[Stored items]
━━━
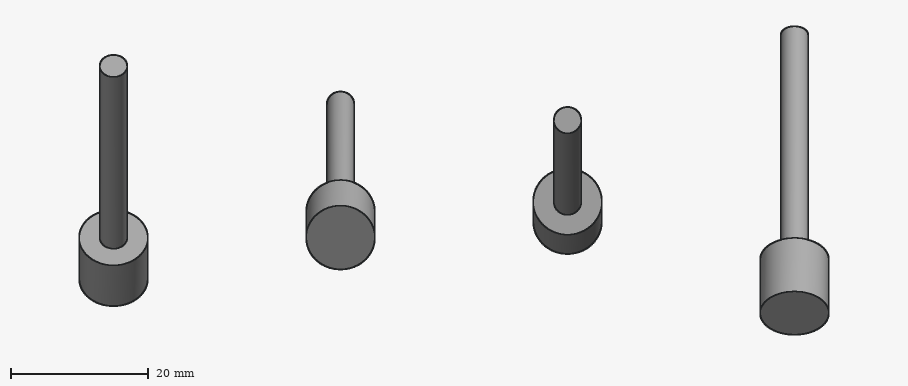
import cadquery as cq

head_diameter = 10.0
head_height = 10.0
pin_diameter = 4.0
total_height = 52.0

pin_length = total_height - head_height


def make_head():
    """Cylindrical head standing on the XY plane, centred on the Z axis."""
    return cq.Workplane("XY").circle(head_diameter / 2).extrude(head_height)


def add_pin(head):
    """Slender round pin rising from the centre of the head's top face."""
    return head.faces(">Z").workplane().circle(pin_diameter / 2).extrude(pin_length)


result = add_pin(make_head())
━━━
What to do:
Reproduce exactly what appears from the line containing "total_height = 52.0" down to the final line of the data.

Exercise response:
total_height = 52.0

pin_length = total_height - head_height


def make_head():
    """Cylindrical head standing on the XY plane, centred on the Z axis."""
    return cq.Workplane("XY").circle(head_diameter / 2).extrude(head_height)


def add_pin(head):
    """Slender round pin rising from the centre of the head's top face."""
    return head.faces(">Z").workplane().circle(pin_diameter / 2).extrude(pin_length)


result = add_pin(make_head())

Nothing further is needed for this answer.